Shaped up the rails around the bow.  Made a template for the curve and traced with a router
.


Glassed the joints (12 oz biax tape) and the entire bottom of the deck (10oz cloth).



Epoxied the deck into place on the rails.



All went smoothly except when I was positioning the deck on the rails.  I was trying to work "wet on wet" with the epoxy and I let the deck/glass cure for about 30-40 min.  But it was not as set as I thought.  As a result, as I was positioning it on the rails, I pushed up a couple little bubbles in the glass, but it is on the underside and right next to the rails, so I am not to worried about it. Out of sight out of mind, and not important structurally.


----------



## DLBjaxbeach (Mar 12, 2011)

Momentum continues.  Nearing the "paint this thing already" finish line has me pretty excited.  Here is the latest progress.  After gluing down the front deck, I trimmed it down using a flush trim router bit.  Gave a super clean edge. Then I rounded the edges using the router and a 1/2 in radius round-over bit. Then it was time for more glass.  

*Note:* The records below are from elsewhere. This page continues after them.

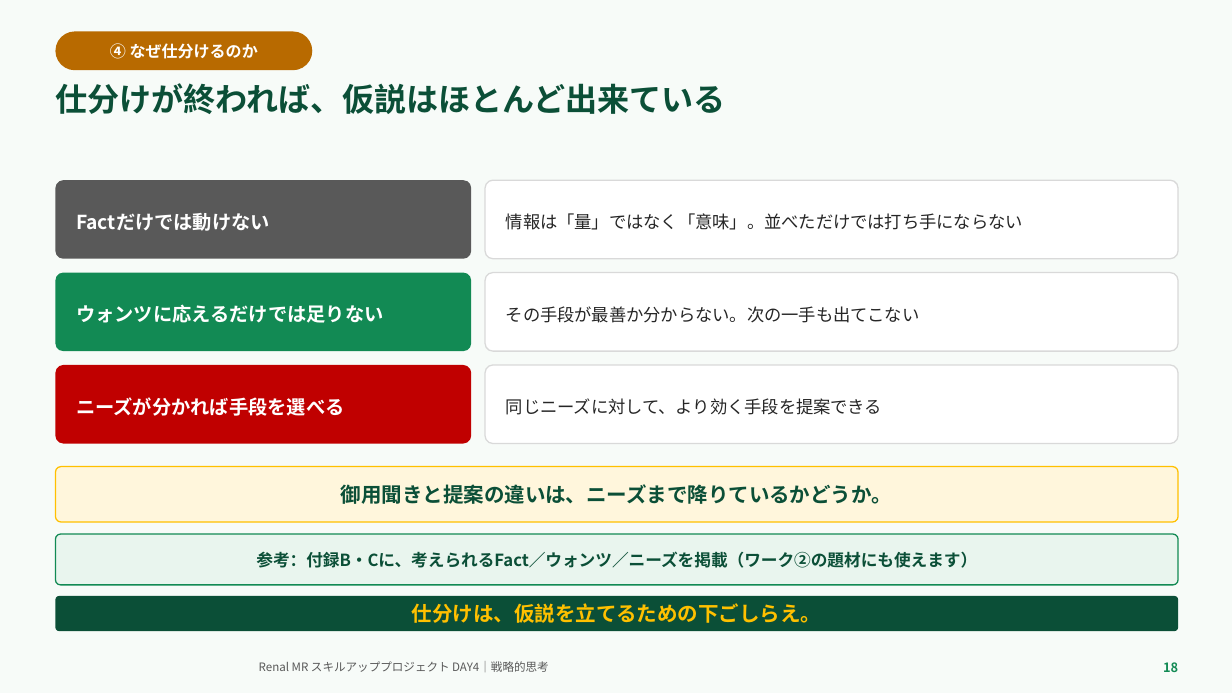
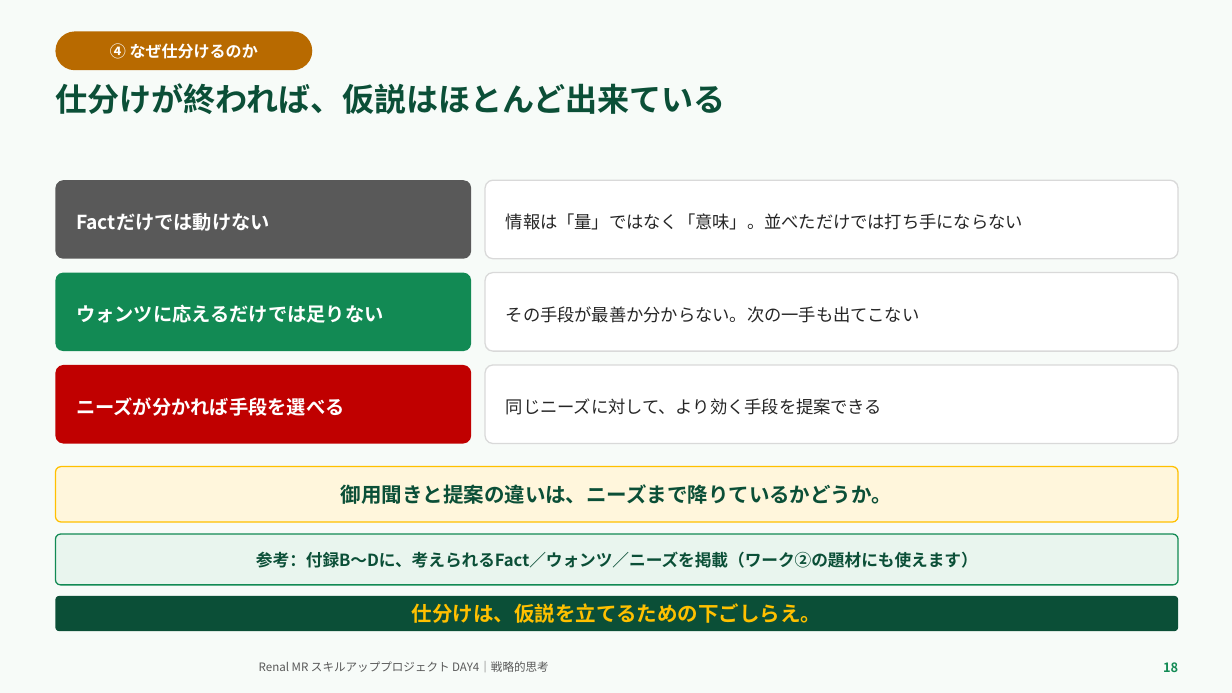
Before and after one commit to TAKUYA-1187/Claude, a slide deck: slide 18 of novartis_training/DAY4_ちょっと分かるだけで世界が変わる.pptx. Drawn at 1232x693 pixels with LibreOffice and Linux fonts; fonts in the diff are those of the drawing; background and template pictures are left out. Boxes give left, top, right and bottom in pixels: in the first picture for what was removed or moved away, otherwise in the second. Text is boxed around its words. In the diff, an @@ line names an element or a change of style, - is before the commit and + after.

```diff
--- a/novartis_training/DAY4_ちょっと分かるだけで世界が変わる.pptx
+++ b/novartis_training/DAY4_ちょっと分かるだけで世界が変わる.pptx
@@ text in rounded rectangle at [256, 551, 978, 568]: text changed @@
-参考：付録B・Cに、考えられるFact／ウォンツ／ニーズを掲載（ワーク②の題材にも使えます）
+参考：付録B〜Dに、考えられるFact／ウォンツ／ニーズを掲載（ワーク②の題材にも使えます）
```
Also in this commit, not shown: 14 other slides changed, 1 slide added, 1 slide removed, 2 other files.

I used 10 oz on the top here too because I am spanning a 36 inch gap, and my plywood is butt-jointed.  Adding a little extra stiffness won't hurt me.  I used the poly to "clamp" the glass over the roundover on the back. 10oz isn't the most cooperative when turning sharp corners.  Same thing around the bow.





From there, it was time to clean out the boat and do some serious sanding.  Did a lot last night and have a lot more to do.  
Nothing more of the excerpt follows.